PROVIDED DATA section start

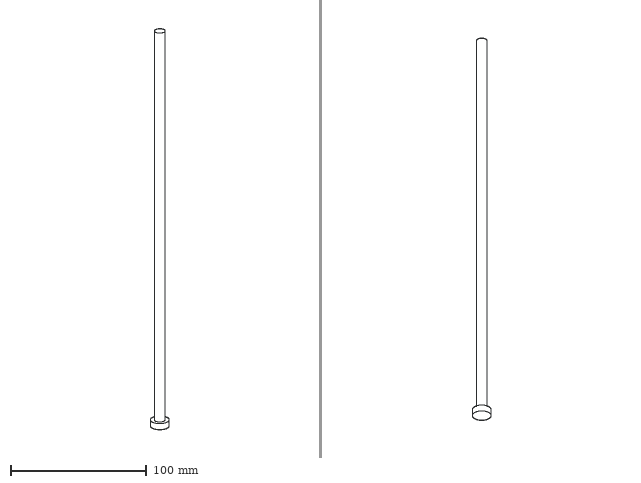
import cadquery as cq

total_length = 320.0
head_diameter = 14.0
head_height = 5.0
shank_diameter = 8.0


def disc_head():
    """Flat cylindrical head standing on the XY plane."""
    return cq.Workplane("XY").circle(head_diameter / 2).extrude(head_height)


def shank():
    """Straight round shank running from the base of the head to the tip."""
    return cq.Workplane("XY").circle(shank_diameter / 2).extrude(total_length)


result = disc_head().union(shank())

PROVIDED DATA section end

Could the entries above be printed again exactly, apart from the pictures?

import cadquery as cq

total_length = 320.0
head_diameter = 14.0
head_height = 5.0
shank_diameter = 8.0


def disc_head():
    """Flat cylindrical head standing on the XY plane."""
    return cq.Workplane("XY").circle(head_diameter / 2).extrude(head_height)


def shank():
    """Straight round shank running from the base of the head to the tip."""
    return cq.Workplane("XY").circle(shank_diameter / 2).extrude(total_length)


result = disc_head().union(shank())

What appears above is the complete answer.